Он опрокинул стакан, подцепляя пальцами кус жирной баранины. Если пьёшь - надо есть. Свайр следовал этому принципу, пока они сидели в подвале, потребляя жгучее хмельное производства Соот-хасэна, но тут, на пиру, немного отстал по части потребления твёрдой пищи, и глазки начинали потихоньку шалеть. Беда-а. Он уже в кабаке завёл песню о том, что Кам, видите ли, подпевает Аслэгу. Вайшо, полудурок! Напугал Свайра этими словами о льве и львице до трясущихся поджилок.
- За славные победы и за Халедан! - хрипло каркнул Бутрым, поднимая стакан с быузом, и Руан застонал про себя, принимая от служаночки ещё один стакан. Если бы не Свайр и не тот кабак, он был бы куда трезвее. Пошёл, называется, позавтракать! Сидел себе, ел дорогую яичницу, которую Алай, пытаясь приготовить, с поразительным упорством либо жжёт, либо недожаривает, и тут ввалился этот Свайр с безумными глазами и сразу потащил его в подвал, рассказывая, какая лютая госпожа Камайя. Рикад, не будь дурак, сразу свинтил оттуда, скорчив рожу, а Свайр вцепился в халат и жалобно тряс рябым пухом вокруг лысины. Ну, спорить с ним, конечно, сложно: Кам бывает крайне резка, и глаза её режут, как лекарский нож в руках Катулы, стоящей над больным. Как слова той же Катулы, когда она командует подручными. «Держать. Зажми. Суши».
«Я могла её спасти», - сказала Катула. - «Возможно, она не смогла бы родить снова, но я могла спасти её и ребёнка. Жаль, что ты не привёз её». Жаль. Жаль! Что за слово?! Подонок! Вот то слово!
- Господин, тебя угощают.
Горечь быуза глушила память. Руан вздохнул. Камайя тоже рискует. Знать бы раньше - все сундуки и мешки забили бы этими травами. Он тоже молодец, конечно. Два мешочка всего, при том, что рядом этот дурень Рикад с его блудливым нравом. Надо было его сразу отправить в Валдетомо. Привёл жеребца - и гуляй, чёрт коричневый.

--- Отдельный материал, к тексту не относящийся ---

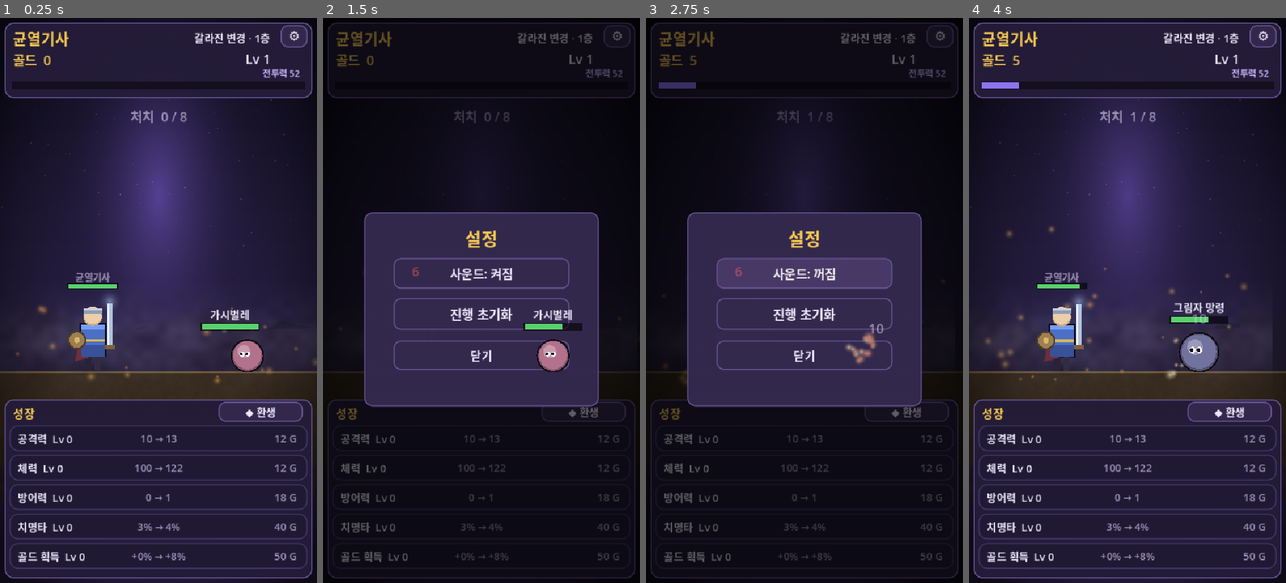
Above: before the commit, frames 1-4 (left to right).
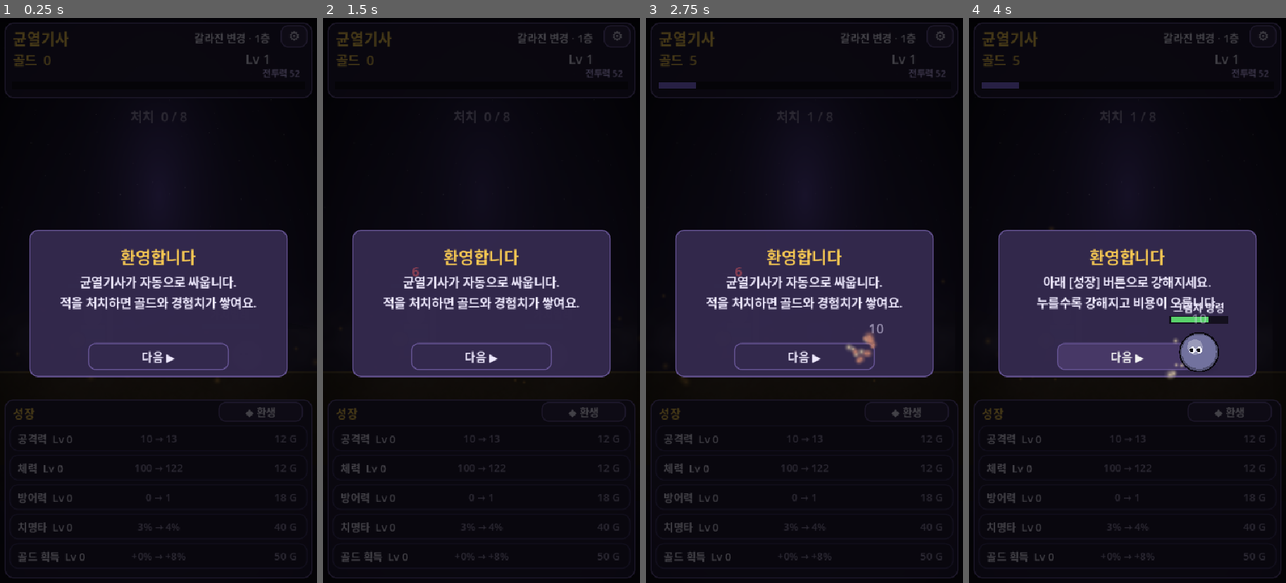
Above: after the commit, the same moments.

Repository: BN8624/unknown
Game: Godot game, scene res://Main.tscn
Same seed, same stepped clock (60 frames per second), same inputs: the game is played once before the commit and once after it.
Inputs (mouse positions are in pixels of both pictures, inside the frame that each line leads up to):
- Up to frame 1 (0.25 s): no input
- Up to frame 2 (1.5 s): click "⚙" at 0.5 s; click "◆ 환생" at 1.25 s
- Up to frame 3 (2.75 s): click (804, 272) at 2 s, where only the run before the commit has a clickable "사운드: 켜짐"
- Up to frame 4 (4 s): click (1127, 272) at 2.75 s, where only the run before the commit has a clickable "사운드: 꺼짐"; click (1127, 357) at 3.5 s, where only the run after the commit has a clickable "다음 ▶"

The runs differ from the first frame. In frame 1, 79% of the frame differs, in the area x 0-100%, y 0-100%; in frame 2, 13%; in frame 3, 14%; in frame 4, 80%.

Commit message:
feat: 균열기사 첫 실행 온보딩 + 출시 후보 마감
- 첫 실행 시 4장 코치마크(자동전투·성장·보스/지역·환생) 안내, seen_intro
  저장으로 1회만. 저장 스키마에 seen_intro·sound_on 포함.
- HANDOFF 갱신: 아트·사운드·2지역·보스패턴·온보딩 반영.

Co-Authored-By: Claude Opus 4.8 <noreply@anthropic.com>

Diff:
--- a/Main.gd
+++ b/Main.gd
@@ -84,6 +84,7 @@
 var sfx_players: Array = []
 var sfx_next := 0
 var sound_on := true
+var seen_intro := false
 
 
 func _ready() -> void:
@@ -109,6 +110,8 @@
 	_apply_font()
 	if not _shot_mode and not s.is_empty():
 		_grant_offline(s)
+	if not _shot_mode and not seen_intro:
+		_show_onboarding()
 	if _shot_mode:
 		_run_shot_sequence()
 
@@ -119,6 +122,12 @@
 
 func _run_shot_sequence() -> void:
 	await get_tree().create_timer(0.6).timeout
+	_show_onboarding()
+	await get_tree().create_timer(0.3).timeout
+	_save_shot("r00_intro")
+	if is_instance_valid(_onboard_ov):
+		_onboard_ov.queue_free()
+	await get_tree().create_timer(0.1).timeout
 	_save_shot("r01_start")
 	gold = 99999; _update_hud(); _update_growth_buttons()
 	await get_tree().create_timer(0.3).timeout
@@ -148,6 +157,62 @@
 	await get_tree().create_timer(0.45).timeout
 	_save_shot("r08_bosswindup")
 	get_tree().quit(0)
+
+var _onboard_ov: Control
+
+# 첫 실행 안내(코치마크). 카드를 탭하며 3장 넘기고, 끝나면 다시 안 보이게 저장한다.
+func _show_onboarding() -> void:
+	var pages := [
+		"균열기사가 자동으로 싸웁니다.\n적을 처치하면 골드와 경험치가 쌓여요.",
+		"아래 [성장] 버튼으로 강해지세요.\n누를수록 강해지고 비용이 오릅니다.",
+		"5층마다 보스가 등장합니다.\n처치하면 다음 지역으로 전진!",
+		"◆ 환생으로 진행을 초기화하면\n영구 강화 [균열석]을 얻어 더 빨라집니다.\n\n행운을 빕니다, 기사여!",
+	]
+	var ov := Control.new()
+	ov.size = GameData.SCREEN
+	add_child(ov)
+	_onboard_ov = ov
+	var dim := ColorRect.new()
+	dim.color = Color(0, 0, 0, 0.72)
+	dim.size = GameData.SCREEN
+	dim.mouse_filter = Control.MOUSE_FILTER_STOP
+	ov.add_child(dim)
+	var box := _new_panel(Rect2(50, 360, 440, 250), COL_PANEL_HI)
+	ov.add_child(box)
+	var head := _new_label("환영합니다", 28, COL_GOLD)
+	head.position = Vector2(50, 384)
+	head.size = Vector2(440, 36)
+	head.horizontal_alignment = HORIZONTAL_ALIGNMENT_CENTER
+	ov.add_child(head)
+	var body := _new_label("", 21, COL_TEXT)
+	body.position = Vector2(78, 432)
+	body.size = Vector2(384, 120)
+	body.horizontal_alignment = HORIZONTAL_ALIGNMENT_CENTER
+	body.autowrap_mode = TextServer.AUTOWRAP_WORD_SMART
+	ov.add_child(body)
+	var btn := Button.new()
+	btn.position = Vector2(150, 552)
+	btn.size = Vector2(240, 46)
+	btn.add_theme_font_size_override("font_size", 20)
+	_style_button(btn)
+	ov.add_child(btn)
+	var idx := {"i": 0}
+	var refresh := func() -> void:
+		body.text = pages[idx["i"]]
+		btn.text = "다음 ▶" if idx["i"] < pages.size() - 1 else "시작하기"
+		if kfont != null:
+			_apply_font_to(ov)
+	refresh.call()
+	btn.pressed.connect(func() -> void:
+		_play("button")
+		idx["i"] += 1
+		if idx["i"] >= pages.size():
+			seen_intro = true
+			_save()
+			ov.queue_free()
+		else:
+			refresh.call())
+
 
 func _save_shot(tag: String) -> void:
 	var img := get_viewport().get_texture().get_image()
@@ -1329,7 +1394,7 @@
 		"stage": stage, "kills": kills,
 		"max_stage_cleared": max_stage_cleared, "region_cleared": region_cleared,
 		"souls": souls, "prestige_count": prestige_count, "soul_upgrades": soul_upgrades,
-		"sound_on": sound_on,
+		"sound_on": sound_on, "seen_intro": seen_intro,
 	}
 
 
@@ -1351,6 +1416,7 @@
 	prestige_count = int(s.get("prestige_count", 0))
 	last_save_unix = int(s.get("last_save_unix", 0))
 	sound_on = bool(s.get("sound_on", true))
+	seen_intro = bool(s.get("seen_intro", false))
 	var su = s.get("soul_upgrades", {})
 	for id in soul_upgrades.keys():
 		soul_upgrades[id] = int(su.get(id, 0)) if typeof(su) == TYPE_DICTIONARY else 0
--- a/reset/SaveSystem.gd
+++ b/reset/SaveSystem.gd
@@ -20,6 +20,7 @@
 		"prestige_count": int(state.get("prestige_count", 0)),
 		"soul_upgrades": state.get("soul_upgrades", {}),
 		"sound_on": bool(state.get("sound_on", true)),
+		"seen_intro": bool(state.get("seen_intro", false)),
 		"last_save_unix": int(Time.get_unix_time_from_system()),
 	}
 	var f := FileAccess.open(PATH, FileAccess.WRITE)
@@ -64,6 +65,7 @@
 		"prestige_count": maxi(0, int(parsed.get("prestige_count", 0))),
 		"soul_upgrades": soul_upgrades,
 		"sound_on": bool(parsed.get("sound_on", true)),
+		"seen_intro": bool(parsed.get("seen_intro", false)),
 		"last_save_unix": int(parsed.get("last_save_unix", 0)),
 	}
 
Not shown, changed: HANDOFF.md

Нада весело хохотал над чем-то с соседом, молодым красивым парнем из сотни Харана. Руан помнил его: муж двоюродной сестры Алай, из Оладэ. Наверное, Харан его поставил десятником, а влиятельное имя хасэна позволило пригласить его в подушки. Бакан сидел смирно, спокойно, иногда отпивая из стаканчика, но не усердствовал, а вот отцу иногда отправлял «гонцов» с хмельным. Девушки, прикормленные Кам, с испуганными лицами сказали вечером, перед пиром, что Аслэг с ним сцепился чуть не до крови, орал страшные угрозы и проклятия, но, видимо, как всегда, немного преувеличили. Либо у Бакана стальная выдержка - после страшных угроз и ссоры со старшим братом так мирно и степенно взирать на мир из подушек.
Чёртов Аслэг. Надо выловить его и поговорить, спокойно, взвешенно. Понять, что у него на уме. Где-то в глубине души жила надежда, что с ним можно договориться мирно. От Хале до Восточных гор столько места! Гуляй - не хочу! Как ветер!
- За истребление тех, кто поднимает руку на хасэ! - крикнул Бутрым, и его красный пористый нос вздрогнул над жидкими усами. - Халедану слава!